Ethynyl Radical Hydrogen Abstraction Energetics and Kinetics Utilizing High-Level Theory.

The ethynyl radical, C 2 H, is found in a variety of different environments ranging from interstellar space and planetary atmospheres to playing an important role in the combustion of various alkynes under fuel-rich conditions. Hydrogen-atom abstraction reactions are common for the ethynyl radical in these contrasting environments. In this study, the C 2 H + HX → C 2 H 2 + X, where HX = HNCO, trans -HONO, cis -HONO, C 2 H 4 , and CH 3 OH, reactions have been investigated at rigorously high levels of theory, including CCSD(T)-F12a/cc-pVTZ-F12. For the stationary points thus located, much higher levels of theory have been used, with basis sets as large as aug-cc-pV5Z and methods up to CCSDT(Q), and core correlation was also included.

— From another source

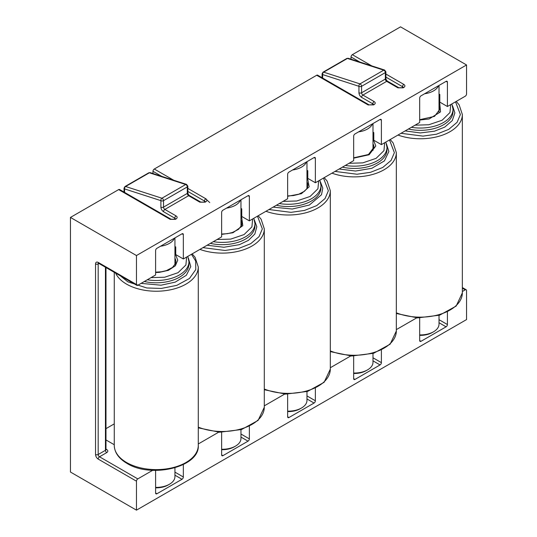 <?xml version="1.0" encoding="UTF-8"?>
<svg xmlns="http://www.w3.org/2000/svg" width="537" height="537" viewBox="0 0 537 537"><rect width="100%" height="100%" fill="white"/><g stroke="black" fill="none" stroke-linecap="round" stroke-linejoin="round"><path stroke-width="0.81" d="M438.521 85.725A18.674 10.78 180 0 1 433.547 90.881A18.674 10.78 180 0 1 424.606 93.753M419.679 334.92A18.674 10.78 -0 0 0 433.547 331.772L433.547 331.772A18.674 10.78 -0 0 0 439.011 324.147L439.011 315.36M419.679 335.37A16.808 9.7 -0 0 0 432.225 332.537L433.547 331.772L432.225 332.537M240.469 200.066A18.674 10.78 180 0 1 235.488 205.228A18.674 10.78 180 0 1 226.554 208.101M221.627 449.268A18.674 10.78 -0 0 0 235.488 446.119A18.674 10.78 -0 0 0 235.495 446.119A18.674 10.78 -0 0 0 240.959 438.494L240.959 429.707M221.627 449.711A16.808 9.7 0 0 0 234.172 446.878L235.495 446.119M372.503 123.839A18.674 10.78 180 0 1 367.53 129.001A18.674 10.78 180 0 1 358.588 131.867M353.661 373.04A18.674 10.78 -0 0 0 367.53 369.886L367.53 369.886A18.674 10.78 -0 0 0 372.993 362.267L372.993 353.474M353.661 373.483A16.808 9.7 0 0 0 366.207 370.651L367.53 369.886M320.388 181.815L322.804 188.125L321.502 194.736L309.379 205.02L292.323 209.034L273.118 207.134M323.489 178.056L328.362 190.776L325.053 198.549L316.696 205.611L304.466 210.437L291 212.343L268.963 209.531M318.663 180.841L317.938 188.762L310.091 196.461L296.753 200.992L283.033 201.409M307.607 178.445L309.171 186.822L301.405 193.709L287.644 196.273M254.363 219.928L256.82 226.755L254.833 234.025L248.49 240.334L239.415 244.657L223.949 247.255L207.101 245.248M257.471 216.169L262.345 228.89L259.035 236.663L250.678 243.724L238.448 248.55L224.983 250.464L202.946 247.644M252.645 218.955L251.92 226.876L244.073 234.575L230.735 239.106L217.015 239.522M241.59 216.565L242.791 225.688L232.937 232.763L221.627 234.394M452.53 105.749L454.886 112.918L452.275 120.597L444.777 127.088L434.467 131.189L420.303 132.934L405.153 130.907M439.642 102.218L440.535 111.864L429.123 118.966L419.679 120.046M191.454 254.283L195.676 261.022L195.777 269.567L189.46 278.488L176.821 285.362L161.228 288.45L146.762 287.966L127.88 281.838L120.409 275.87M188.346 258.042L190.763 266.587L186.332 275.286L175.196 282.133L161.006 285.207L141.083 283.368M186.628 257.069L185.903 264.989L178.056 272.689L164.718 277.22L150.998 277.642M175.572 254.679L177.747 260.136L175.357 265.795L168.41 270.339L159.214 272.393L155.609 272.507M386.405 143.708L388.862 151.474L384.425 160.892L371.826 168.303L355.534 171.035L339.136 169.021M373.624 140.332L375.793 145.997L369.12 154.757L353.661 158.16M105.984 428.647L114.26 423.874M462.35 291.51L465.23 289.846A1.866 1.081 -60 0 1 466.163 289.752A1.866 1.081 -60 0 1 466.552 290.611L466.552 319.575L136.465 510.15L70.448 472.036L70.448 217.425L118.643 189.601A1.866 1.081 120 0 1 119.576 189.507L171.068 219.237A1.866 1.081 -60 0 0 170.135 219.331L118.643 189.601M152.971 173.538L152.971 171.303L161.751 176.378M385.895 74.046L403.837 84.403C405.267 85.417 405.267 86.43 403.837 87.45L403.173 87.833L397.897 87.833L386.674 81.356L362.905 95.076L374.128 101.553C375.558 102.567 375.558 103.581 374.128 104.608L368.187 104.984A1.866 1.081 -60 0 1 369.12 104.896L317.629 75.167A1.866 1.081 120 0 0 316.696 75.254L154.287 169.021A1.866 1.081 120 0 0 152.971 171.303M351.023 59.198L351.023 56.962L359.803 62.03M70.448 217.425L136.465 255.538L466.552 64.964L400.535 26.85L352.339 54.673A1.866 1.081 120 0 0 351.023 56.962M315.373 388.338L315.373 400.763A1.866 1.081 -60 0 1 314.051 403.045L306.976 398.964M315.373 158.348A1.866 1.081 120 0 0 314.984 157.489A1.866 1.081 120 0 0 314.051 157.583L315.373 158.348L315.373 182.741L307.782 178.358L307.782 170.732L306.976 170.269M249.356 196.461A1.866 1.081 120 0 0 248.967 195.609A1.866 1.081 120 0 0 248.034 195.696L249.356 196.461L249.356 220.855L287.644 198.75L287.644 174.357A1.866 1.081 120 0 1 288.966 172.068L314.051 157.583M287.644 416.766L288.966 417.531A1.866 1.081 120 0 1 288.033 417.625A1.866 1.081 120 0 1 287.644 416.766L287.644 394.165M381.391 350.225L381.391 362.643L372.993 357.796M381.391 120.234A1.866 1.081 120 0 0 381.002 119.375A1.866 1.081 120 0 0 380.068 119.469L381.391 120.234L381.391 144.628L373.799 140.244L373.799 132.619L372.993 132.156M315.373 182.741L353.661 160.637L353.661 136.237A1.866 1.081 120 0 1 354.984 133.955L380.068 119.469M353.661 378.652L354.984 379.417A1.866 1.081 120 0 1 354.051 379.511A1.866 1.081 120 0 1 353.661 378.652L353.661 356.051M183.339 464.572L183.339 476.99L174.941 472.144M183.339 234.575A1.866 1.081 120 0 0 182.949 233.723A1.866 1.081 120 0 0 182.016 233.817L183.339 234.575L183.339 258.968L175.747 254.585L175.747 246.966L174.941 246.503M249.356 426.459L249.356 438.877L240.959 434.03M249.356 220.855L241.764 216.471L241.764 208.846L240.959 208.383M183.339 258.968L221.627 236.864L221.627 212.471A1.866 1.081 120 0 1 222.949 210.182L248.034 195.696M221.627 454.886L222.949 455.644A1.866 1.081 120 0 1 222.016 455.738A1.866 1.081 120 0 1 221.627 454.886L221.627 432.285M381.391 144.628L419.679 122.517L419.679 98.123A1.866 1.081 120 0 1 421.001 95.841L446.086 81.356A1.866 1.081 -60 0 1 447.019 81.262A1.866 1.081 -60 0 1 447.408 82.114L447.408 106.507L439.816 102.124L439.816 94.505L439.011 94.042M419.679 340.539L421.001 341.304A1.866 1.081 120 0 1 420.068 341.391A1.866 1.081 120 0 1 419.679 340.539L419.679 317.938M466.552 64.964L466.552 93.935A1.866 1.081 -60 0 1 465.23 96.217L447.408 106.507M187.843 188.393L205.785 198.75C207.215 199.757 207.215 200.778 205.785 201.798L205.121 202.18L199.845 202.18L188.621 195.696L164.852 209.423L176.076 215.901C177.505 216.908 177.505 217.928 176.076 218.948L175.418 219.331L170.135 219.331M182.016 233.817L156.932 248.295A1.866 1.081 -60 0 0 155.609 250.584L155.609 274.978L137.787 285.268A1.866 1.081 -60 0 1 136.854 285.362A1.866 1.081 -60 0 1 136.465 284.509L136.465 255.538M136.465 510.15L136.465 481.186A1.866 1.081 -60 0 1 137.787 478.897L152.662 470.311M136.465 481.186L98.177 459.075C96.586 457.974 95.707 456.45 95.532 454.503L95.532 263.922C95.693 262.184 96.573 261.673 98.177 262.398L136.465 284.509M421.001 341.304L446.086 326.818A1.866 1.081 -60 0 0 447.408 324.529L447.408 312.111M396.333 329.624L416.732 317.85M354.984 379.417L380.068 364.932A1.866 1.081 120 0 0 381.391 362.643M330.315 367.738L350.715 355.964M288.966 417.531L314.051 403.045M264.298 405.851L284.691 394.077M222.949 455.644L248.034 441.159A1.866 1.081 120 0 0 249.356 438.877M198.281 443.965L218.68 432.191M156.932 493.758A1.866 1.081 -60 0 1 155.999 493.852A1.866 1.081 -60 0 1 155.609 493L156.932 493.758L182.016 479.279A1.866 1.081 120 0 0 183.339 476.99M155.609 470.399L155.609 493M306.976 178.68A2.799 1.618 0 0 0 307.782 178.358M307.782 170.732A2.799 1.618 180 0 1 306.976 171.055M240.959 216.794A2.799 1.618 0 0 0 241.764 216.471M372.993 140.566A2.799 1.618 0 0 0 373.799 140.244M373.799 132.619A2.799 1.618 180 0 1 372.993 132.941M174.941 254.907A2.799 1.618 0 0 0 175.747 254.585M175.747 246.966A2.799 1.618 180 0 1 174.941 247.288M241.764 208.846A2.799 1.618 180 0 1 240.959 209.175M114.26 444.73L105.984 439.951M439.011 102.453A2.799 1.618 0 0 0 439.816 102.124M439.816 94.505A2.799 1.618 180 0 1 439.011 94.827M387.607 81.262C386.559 80.55 385.989 79.563 385.895 78.308A1.866 1.081 180 0 1 385.351 79.067L385.351 72.582L361.582 86.303A1.866 1.081 180 0 1 358.944 86.303A1.866 1.282 -72.1 0 1 359.978 83.886A1.866 1.081 60 0 1 360.267 84.014A1.866 1.081 60 0 1 361.582 86.303L361.582 92.787L385.351 79.067A1.866 1.081 -120 0 0 386.674 81.356A1.866 1.081 120 0 1 387.607 81.262L398.83 87.739L402.24 87.739A1.866 1.081 -120 0 1 403.173 87.833M385.895 78.308L385.895 71.817A1.866 1.081 180 0 1 385.351 72.582A1.866 1.081 -120 0 0 384.029 70.293A1.866 1.081 -120 0 0 383.747 70.166A1.866 1.282 -72.1 0 1 384.606 70.038L348.291 58.311A1.866 1.282 107.9 0 0 347.439 58.439L323.67 72.159A1.866 1.282 107.9 0 0 322.636 74.576L358.944 86.303L358.944 92.787C359.112 94.727 359.991 96.251 361.582 97.365L372.806 103.842A1.866 1.081 -60 0 1 374.128 101.553M189.554 195.609C188.507 194.891 187.937 193.904 187.843 192.649A1.866 1.081 180 0 1 187.299 193.414L187.299 186.923L163.53 200.643A1.866 1.081 180 0 1 160.892 200.643A1.866 1.282 -72.1 0 1 161.926 198.227A1.866 1.081 60 0 1 162.214 198.361A1.866 1.081 60 0 1 163.53 200.643L163.53 207.134L187.299 193.414A1.866 1.081 -120 0 0 188.621 195.696A1.866 1.081 120 0 1 189.554 195.609L200.778 202.087L204.188 202.087A1.866 1.081 -120 0 1 205.121 202.18M187.843 192.649L187.843 186.164A1.866 1.081 180 0 1 187.299 186.923A1.866 1.081 -120 0 0 185.977 184.634A1.866 1.081 -120 0 0 185.695 184.506A1.866 1.282 -72.1 0 1 186.554 184.386L150.239 172.659A1.866 1.282 107.9 0 0 149.387 172.786L125.618 186.507A1.866 1.282 107.9 0 0 124.584 188.917L160.892 200.643L160.892 207.134C161.06 209.068 161.939 210.591 163.53 211.706L174.753 218.19A1.866 1.081 180 0 1 175.277 218.767M287.644 411.154A18.674 10.78 -0 0 0 301.512 407.999L301.512 407.999A18.674 10.78 -0 0 0 306.976 400.38L306.976 391.594M306.486 161.952A18.674 10.78 180 0 1 301.512 167.114A18.674 10.78 180 0 1 292.571 169.987M287.644 411.597A16.808 9.7 -0 0 0 300.19 408.764L301.512 407.999L300.19 408.764M155.609 487.381A18.674 10.78 -0 0 0 169.47 484.233A18.674 10.78 -0 0 0 169.477 484.233A18.674 10.78 -0 0 0 174.941 476.608L174.941 467.821M174.451 238.186A18.674 10.78 180 0 1 169.47 243.342A18.674 10.78 180 0 1 160.536 246.215M155.609 487.831A16.808 9.7 -0 0 0 168.155 484.992L169.47 484.233M168.155 484.992L169.477 484.233M276.374 205.255A32.676 18.869 0 0 0 320.985 187.695L320.985 185.406A32.676 18.869 180 0 1 279.334 203.55M324.2 177.646L327.114 181.076L330.315 190.742A42.014 24.259 180 0 1 308.621 211.974A42.014 24.259 180 0 1 265.943 211.276M264.298 389.03A42.014 24.259 0 0 0 307.755 390.627A42.014 24.259 0 0 0 330.315 369.127L324.12 382.304L307.614 391.399L285.563 394.118L264.298 389.728M306.976 181.956A19.607 11.317 180 0 1 307.909 185.406L307.151 188.232L304.519 191.232L298.485 194.36L293.444 195.562L287.644 195.931M210.356 243.375A32.676 18.869 0 0 0 245.396 239.153A32.676 18.869 0 0 0 254.968 225.808L254.968 223.526A32.676 18.869 180 0 1 245.396 236.864A32.676 18.869 180 0 1 213.317 241.663M258.183 215.76L261.103 219.197L264.298 228.856A42.014 24.259 180 0 1 251.994 246.013A42.014 24.259 180 0 1 199.925 249.396M198.281 427.143A42.014 24.259 0 0 0 251.994 424.391A42.014 24.259 0 0 0 264.298 407.241L258.102 420.417L241.59 429.519L219.539 432.231L198.281 427.841M240.959 220.069A19.607 11.317 180 0 1 241.892 223.526L241.569 225.372L238.502 229.346L232.447 232.487L227.379 233.682L221.627 234.045M408.409 129.028A32.676 18.869 -0 0 0 443.448 124.806A32.676 18.869 -0 0 0 453.02 111.468L453.02 109.179A32.676 18.869 180 0 1 443.448 122.517A32.676 18.869 180 0 1 411.369 127.316M456.235 101.412L459.155 104.849L462.35 114.515A42.014 24.259 180 0 1 450.046 131.666A42.014 24.259 180 0 1 397.977 135.049M396.333 312.803A42.014 24.259 0 0 0 450.046 310.044A42.014 24.259 0 0 0 462.35 292.893L456.155 306.077L439.642 315.172L417.591 317.891L396.333 313.501M439.011 105.729A19.607 11.317 180 0 1 439.944 109.179L434.5 116.381L419.679 119.704M455.524 101.829L460.397 114.549L457.088 122.322L448.731 129.377L436.5 134.21L423.035 136.116L401.005 133.304M450.697 104.614L449.972 112.528L442.126 120.234L428.788 124.759L415.074 125.181M114.26 445.354A42.014 24.259 0 0 0 126.564 462.505A42.014 24.259 0 0 0 172.35 467.767A42.014 24.259 0 0 0 198.281 445.354C199.939 467.163 151.058 478.682 126.947 463.364C118.717 458.504 114.488 452.503 114.26 445.354L114.26 272.319M192.165 253.873L195.085 257.304L198.281 266.976A42.014 24.259 180 0 1 172.35 289.383A42.014 24.259 180 0 1 126.564 284.127A42.014 24.259 180 0 1 115.623 273.105M144.332 281.489A32.676 18.869 0 0 0 188.95 263.922L188.95 261.64A32.676 18.869 180 0 1 147.292 279.777M174.941 258.19A19.607 11.317 180 0 1 175.874 261.64L175.552 263.486L172.484 267.46L166.43 270.601L161.362 271.796L155.609 272.165M342.391 167.141A32.676 18.869 0 0 0 387.002 149.581L387.002 147.292A32.676 18.869 180 0 1 345.351 165.436M390.218 139.526L393.138 142.963L396.333 152.629A42.014 24.259 180 0 1 374.638 173.86A42.014 24.259 180 0 1 331.96 173.162M330.315 350.916A42.014 24.259 0 0 0 373.772 352.507A42.014 24.259 0 0 0 396.333 331.007L390.137 344.19L373.624 353.286L351.574 356.004L330.315 351.614M389.506 139.942L394.38 152.662L391.07 160.435L382.713 167.497L370.483 172.323L357.018 174.23L334.987 171.417M384.68 142.728L383.955 150.649L376.108 158.348L362.77 162.872L349.057 163.295M372.993 143.842A19.607 11.317 180 0 1 373.927 147.292L368.483 154.495L353.661 157.818M348.291 58.311L346.788 58.473A1.866 1.081 -120 0 1 347.439 58.439L383.747 70.166L359.978 83.886L323.67 72.159A1.866 1.081 60 0 0 323.019 72.193L322.086 73.811A1.866 1.081 -0 0 0 322.636 74.576L322.636 78.053M150.239 172.659L148.736 172.82A1.866 1.081 -120 0 1 149.387 172.786L185.695 184.506L161.926 198.227L125.618 186.507A1.866 1.081 60 0 0 124.967 186.54L124.034 188.158A1.866 1.081 0 0 0 124.584 188.917L124.584 192.4M315.373 400.763L306.976 395.917M368.187 104.984L316.696 75.254M154.287 169.021L173.74 180.244M352.339 54.673L371.792 65.903M385.895 77.093L402.515 86.692L402.515 87.585M187.843 191.44L204.463 201.033L204.463 201.925M380.068 364.932L372.993 360.851M105.44 267.225L105.44 450.308A1.866 1.081 0 0 0 105.984 449.55L105.984 267.54M105.984 449.1L106.756 449.55A1.866 1.081 -60 0 1 106.004 449.711M182.016 479.279L174.941 475.191M248.034 441.159L240.959 437.078M462.35 288.181L465.23 289.846M358.944 92.787A1.866 1.081 180 0 0 361.582 92.787A1.866 1.081 60 0 0 362.905 95.076A1.866 1.081 120 0 0 361.582 97.365M397.897 87.833A1.866 1.081 -60 0 1 398.83 87.739M403.837 87.45A1.866 1.081 -120 0 0 402.904 87.363L402.24 87.739M403.837 84.403A1.866 1.081 120 0 0 402.515 86.692A1.866 1.081 180 0 1 403.039 87.269M175.418 219.331A1.866 1.081 -120 0 0 174.485 219.237L171.068 219.237M176.076 218.948A1.866 1.081 -120 0 0 175.143 218.854L174.485 219.237M176.076 215.901A1.866 1.081 120 0 0 174.753 218.19L174.753 219.083M160.892 207.134A1.866 1.081 180 0 0 163.53 207.134A1.866 1.081 60 0 0 164.852 209.423A1.866 1.081 120 0 0 163.53 211.706M199.845 202.18A1.866 1.081 -60 0 1 200.778 202.087M205.785 201.798A1.866 1.081 -120 0 0 204.852 201.704L204.188 202.087M205.785 198.75A1.866 1.081 120 0 0 204.463 201.033A1.866 1.081 180 0 1 204.986 201.617M373.47 104.984A1.866 1.081 -120 0 0 372.537 104.896L369.12 104.896M374.128 104.608A1.866 1.081 -120 0 0 373.195 104.514L372.537 104.896M372.806 104.809L372.806 103.842A1.866 1.081 180 0 1 373.329 104.426M98.177 262.398A1.866 1.081 120 0 0 98.56 263.258L136.854 285.362M95.532 263.922A1.866 1.081 0 0 0 98.177 263.922A1.866 1.081 60 0 1 98.419 263.184M95.532 454.503A1.866 1.081 0 0 0 98.177 454.503L98.177 263.922L98.949 263.479M98.177 459.075A1.866 1.081 -60 0 1 99.493 456.786A1.866 1.081 60 0 1 98.177 454.503L105.44 450.308A1.866 1.081 60 0 0 106.756 452.597C108.179 451.577 108.179 450.563 106.756 449.55M137.787 478.897L99.493 456.786L106.756 452.597M447.408 324.529L439.011 319.683M439.011 322.73L446.086 326.818M205.631 198.844L209.745 202.556M446.086 81.356L447.408 82.114M439.011 85.437L439.011 112.307M240.959 199.784L240.959 226.648M372.993 123.55L372.993 150.42M330.315 190.742L330.315 369.127M319.83 180.17L320.985 185.406M264.298 228.856L264.298 407.241M253.813 218.284L254.968 223.526M462.35 114.515L462.35 292.893M451.865 103.936L453.02 109.179M198.281 266.976L198.281 445.354M187.796 256.397L188.95 261.64M396.333 152.629L396.333 331.007M385.848 142.057L387.002 147.292M466.163 289.752L462.35 287.55M385.895 71.817L384.606 70.038M187.843 186.164L186.554 184.386M346.788 58.473L323.019 72.193M148.736 172.82L124.967 186.54M322.086 77.737L322.086 73.811M124.034 192.085L124.034 188.158M306.976 161.671L306.976 188.534M174.941 237.898L174.941 264.761"/></g></svg>

These molecules were chosen because they can be found in either interstellar or combustion environments. Various additive energy corrections have been included to converge the relative enthalpies of the stationary points to subchemical accuracy (≤0.5 kcal mol -1 ). Barriers predicted here (2.19 kcal mol -1 for the HNCO reaction and 0.47 kcal mol -1 for C 2 H 4 ) are significantly lower than previous predictions. Reliable kinetics were acquired over a wide range of temperatures (50-5000 K), which may be useful for future experimental studies of these reactions.